Folks, we are just having fun here. Making fun of me. But not for making HN comments that aren’t as well written as you think they should be. For having created, owned, and then let slip through my hands, a patent that ChatGPT, Claude, and Gemini say may have been worth a billion dollars. So what if the estimate is off by 100x, so I let $10M slip through my fingers. It is still ridiculous and wild. But seriously who cares about the language I use to describe the thing.

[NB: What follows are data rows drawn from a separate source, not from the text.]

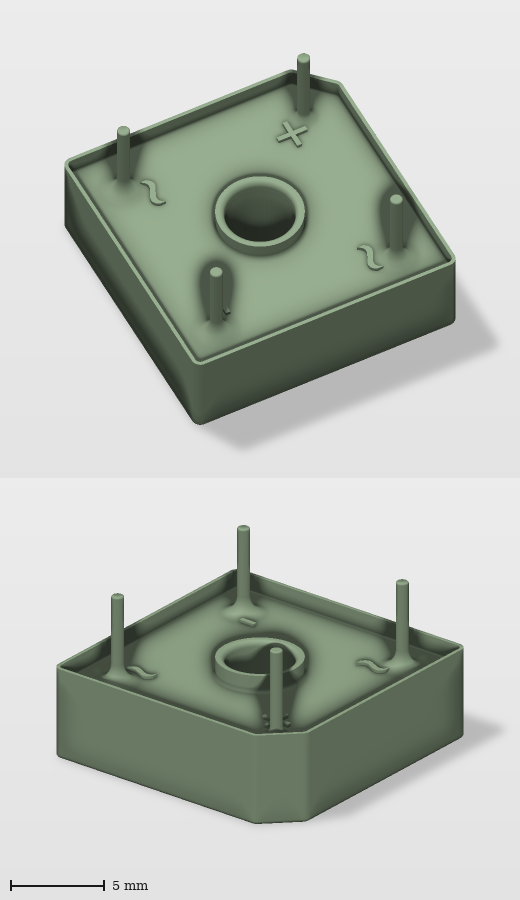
import cadquery as cq
import math

side = 15.75
case_height = 5.29
clipped_corner = 2.0
corner_radius = 0.5
bottom_edge_radius = 0.2
wall = 0.2
tray_depth = 1.0
tray_edge_radius = 0.1
floor_z = case_height - tray_depth

hole_radius = 1.9
collar_radius = 2.4
collar_base_radius = 0.2
hole_mouth_radius = 0.3

overall_height = 9.32
pin_radius = 0.35
pin_tip_radius = 0.1
pin_offset = 5.4
flare_radius = 1.0
positive_flare_radius = 0.5

arc_middle_inset = 1 - math.sqrt(0.5)

mark_height = 0.2
mark_stroke = 0.27
plus_length = 1.73
minus_length = 0.96
plus_center = (-4.49, 4.24)
minus_center = (4.28, -4.36)
tilde_centers = [(4.88, 4.1), (-4.35, -4.19)]
tilde_upper_edge = [(-0.88, 0.03), (-0.38, 0.33), (0.41, 0.0), (0.88, 0.33)]


def clipped_square(inset, height, base_z):
    """Prism with the case outline moved inwards by inset; the -X +Y corner is clipped."""
    half = side / 2 - inset
    clip = clipped_corner - inset * (2 - math.sqrt(2))
    outline = [
        (-half, -half),
        (half, -half),
        (half, half),
        (-half + clip, half),
        (-half, half - clip),
    ]
    prism = cq.Workplane("XY").workplane(offset=base_z).polyline(outline).close().extrude(height)
    return prism.edges("|Z").fillet(corner_radius - inset)


def case():
    body = clipped_square(0, case_height, 0).faces("<Z").edges().fillet(bottom_edge_radius)
    tray = clipped_square(wall, tray_depth, floor_z).faces("<Z").edges().fillet(tray_edge_radius)
    return body.cut(tray)


def foot_arc_middle(radius, foot_radius):
    """Middle of the concave quarter arc from the floor up to a cylinder of the given radius."""
    reach = foot_radius * arc_middle_inset
    return (radius + reach, floor_z + reach)


def collar():
    profile = (
        cq.Workplane("XZ")
        .moveTo(0, 0)
        .lineTo(collar_radius, 0)
        .lineTo(collar_radius, floor_z)
        .lineTo(collar_radius + collar_base_radius, floor_z)
        .threePointArc(
            foot_arc_middle(collar_radius, collar_base_radius),
            (collar_radius, floor_z + collar_base_radius),
        )
        .lineTo(collar_radius, case_height)
        .lineTo(0, case_height)
        .close()
    )
    return profile.revolve(360, (0, 0), (0, 1))


def mounting_hole():
    """Through hole whose upper mouth is rounded over."""
    mouth_z = case_height - hole_mouth_radius
    reach = hole_mouth_radius * arc_middle_inset
    profile = (
        cq.Workplane("XZ")
        .moveTo(0, 0)
        .lineTo(hole_radius, 0)
        .lineTo(hole_radius, mouth_z)
        .threePointArc(
            (hole_radius + reach, case_height - reach),
            (hole_radius + hole_mouth_radius, case_height),
        )
        .lineTo(0, case_height)
        .close()
    )
    return profile.revolve(360, (0, 0), (0, 1))


def pin(x, y, foot_radius):
    """Pin standing on the tray floor, with a flared foot and a rounded tip."""
    tip_reach = pin_tip_radius * arc_middle_inset
    profile = (
        cq.Workplane("XZ")
        .moveTo(0, floor_z)
        .lineTo(pin_radius + foot_radius, floor_z)
        .threePointArc(
            foot_arc_middle(pin_radius, foot_radius),
            (pin_radius, floor_z + foot_radius),
        )
        .lineTo(pin_radius, overall_height - pin_tip_radius)
        .threePointArc(
            (pin_radius - tip_reach, overall_height - tip_reach),
            (pin_radius - pin_tip_radius, overall_height),
        )
        .lineTo(0, overall_height)
        .close()
    )
    return profile.revolve(360, (0, 0), (0, 1)).translate((x, y, 0))


def bar(center, length, width):
    plane = cq.Workplane("XY").workplane(offset=floor_z)
    return plane.center(*center).rect(length, width).extrude(mark_height)


def tilde(center):
    lower_edge = [(-x, -y) for x, y in tilde_upper_edge]
    return (
        cq.Workplane("XY")
        .workplane(offset=floor_z)
        .center(*center)
        .moveTo(*tilde_upper_edge[0])
        .spline(tilde_upper_edge[1:], includeCurrent=True)
        .lineTo(*lower_edge[0])
        .spline(lower_edge[1:], includeCurrent=True)
        .close()
        .extrude(mark_height)
    )


result = case().union(collar()).cut(mounting_hole())

for x_sign in (-1, 1):
    for y_sign in (-1, 1):
        beside_clip = x_sign < 0 and y_sign > 0
        foot = positive_flare_radius if beside_clip else flare_radius
        result = result.union(pin(x_sign * pin_offset, y_sign * pin_offset, foot))

result = result.union(bar(plus_center, plus_length, mark_stroke))
result = result.union(bar(plus_center, mark_stroke, plus_length))
result = result.union(bar(minus_center, minus_length, mark_stroke))
for tilde_center in tilde_centers:
    result = result.union(tilde(tilde_center))

> I asked ChatGPT and Claude how much my patent would have been worth
LLMs, on their own, can't really math.
Did you try it?
Alice: "So I asked my Magic 8-Ball and it said..."
Bob: "You shouldn't do that. Those don't function in a reliable way."
Alice: "... But have you tried one?"
__________
The fact that you're appealing to the faux-authority of chatbots suggests you didn't do anything to verify the what-if prediction as plausible. If you had, that process would've given you something much more convincing to use.
I can’t come to bed yet hon. Someone on the internet is wrong!
You can find out a little more about The Similarities Engine here, if you are interested:
https://www.whiteis.com/similarities-engine
If I'm understanding correctly, this was not AI in any sense.
This was collaborative filtering. Which is great and useful, but it's just simple statistics. You can write it in a SQL query a few lines long.
Or you can run more robust models using SVD (singular value decomposition) to reduce dimensionality and enable a form of statistical inference. I can't tell if Ringo/Firefly were using that or not. (If you have enough users, and a relatively limited set of objects like musical artists, you don't need this.)
But nobody calls these AI -- not now and not at the time. They're very clearly in the realm of statistics.
So the article is fun, but not everything needs to jump on the AI train, c'mon.
that was the worst article I ever read
Might be the optimal approach for running a slow inference model locally, and if we treat LLMs like compilers this makes sense. Overnight compilation for complex codebases is still the normal thing to do, but what if LLM code generation (about the one task it seems really good at) was run overnight the same way? That is, your workflow would be to look at what the LLM generated the previous night, make a bunch of annotations and suggestions and then at the end of the day submit everything you did to the LLM for an 'overnight generation' task?
Lol "You emailed that you like sci-fi. We bet you'll like Alien, Bladerunner, and Close Encounters of the Third Kind!" Truly mind-blowing tech right there. How did they ever pull it off!